Different grape varieties respond to different conditions in their own way. Overall, Shiraz responds particularly well to dry, sunny conditions that favour the ripening of its sugars, that’s why growers in the Hunter Valley love producing wines made from this grape. In Tasmania however, the cool climate resulting from its southerly latitudes and surrounding ocean is highly beneficial to grapes such as Pinot Noir which flourish over a longer ripening period.

Grapes are therefore harvested at different times and, across Australia, Vintage 2019 will vary in timing across the different regions. In the Hunter Valley, the harvest usually lasts about six weeks beginning with white varieties including Semillon, Verdelho and Chardonnay in mid-January, before ending in February with the reds. In the cooler climate regions (Orange and Rylestone) however vintage will start later, usually around mid-March.  Most regions will start with their white grapes and conclude with their reds.

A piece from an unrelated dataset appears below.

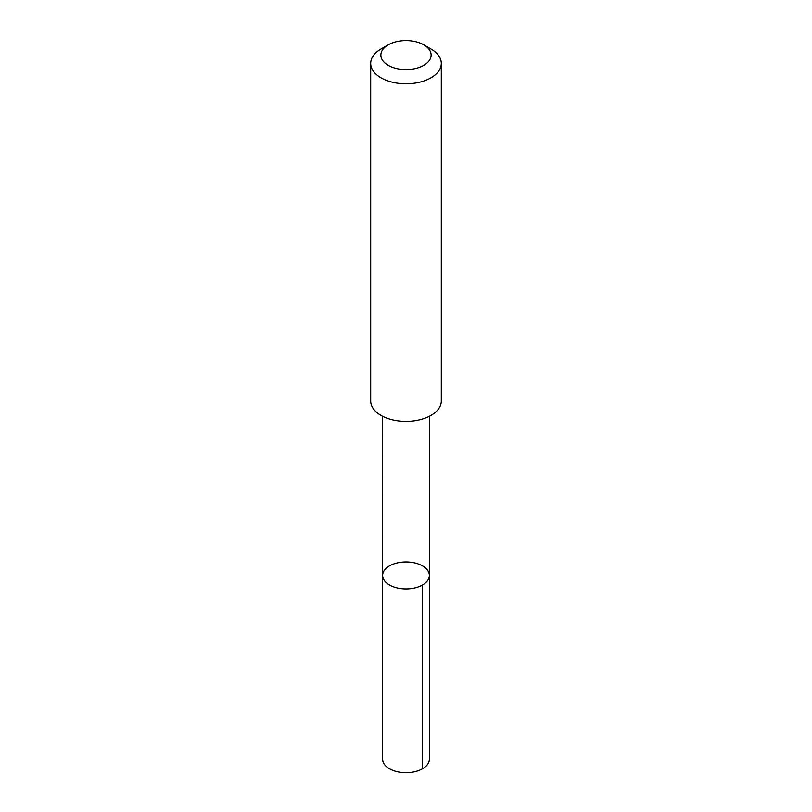 <?xml version="1.0" encoding="UTF-8"?>
<svg xmlns="http://www.w3.org/2000/svg" width="812" height="812" viewBox="0 0 812 812"><rect width="100%" height="100%" fill="white"/><g stroke="black" fill="none" stroke-linecap="round" stroke-linejoin="round"><path stroke-width="1.22" d="M420.839 565A23.355 13.479 180 0 1 429.355 575.414A23.355 13.479 180 0 1 406 588.893A23.355 13.479 180 0 1 382.645 575.414A23.355 13.479 180 0 1 396.023 563.223A23.355 13.479 180 0 1 420.839 565M382.645 759.2A23.355 13.489 0 0 0 391.161 769.624A23.355 13.489 0 0 0 415.977 771.4A23.355 13.489 0 0 0 429.355 759.2L429.355 575.414A23.355 13.479 180 0 1 406 588.893A23.355 13.479 180 0 1 382.645 575.414L382.645 759.2M388.237 44.843L381.031 49.004A35.302 20.381 0 0 0 370.698 63.417L370.698 401.016A35.302 20.381 0 0 0 383.568 416.759A35.302 20.381 0 0 0 421.073 419.449A35.302 20.381 0 0 0 441.302 401.016L441.302 63.417A35.302 20.381 0 0 0 430.969 49.004L423.762 44.843A25.111 14.494 0 0 0 388.237 44.843A25.111 14.494 0 0 0 390.044 66.3A25.111 14.494 0 0 0 424.595 64.838A25.111 14.494 0 0 0 423.762 44.843M370.698 63.417A35.302 20.381 0 0 0 383.568 79.16A35.302 20.381 0 0 0 421.073 81.85A35.302 20.381 0 0 0 441.302 63.417M422.514 768.741L422.514 584.944M382.655 416.302L382.645 575.414M429.345 416.302L429.355 575.414"/></g></svg>

Depending on the grape, the region and the kind of wine that a winemaker wishes to produce, the following steps in the harvesting process will vary in time, technique and technology. But for the most part, every wine harvest includes these basic steps:

Grapes are picked
Either by hand or using machinery and transported to the winery
Grapes are crushed
The grapes are then run through a destemmer which removes the stems and crushes the grapes.  White grapes are then transferred to a press to remove the skins before fermentation, while red grapes are transferred to fermentation tanks with the skin on, which is what gives red wine its colour
This is the process in which the grape sugars are converted into alcohol. This stage includes adding yeast to the grape juice so that fermentation can take place.  The process of fermenting red wine is more labour intensive as the carbon dioxide released during the process causes the grape skins to rise to the surface. Winemakers must punch down or pump over the “cap” several times a day to keep the skins in contact with the juice.  After fermentation red wine grapes are pressed to remove the skins and then transferred to age in barrels.
The flavour of a final wine is greatly impacted by the choice of ageing vessel and the duration of ageing. Winemakers can choose from stainless steel vs oak, new oak vs aged oak, French oak vs American oak etc.  Ageing can take anything from a few months to several years.
When a winemaker feels a wine has reached its full expression in ageing, the wine is bottled for consumption.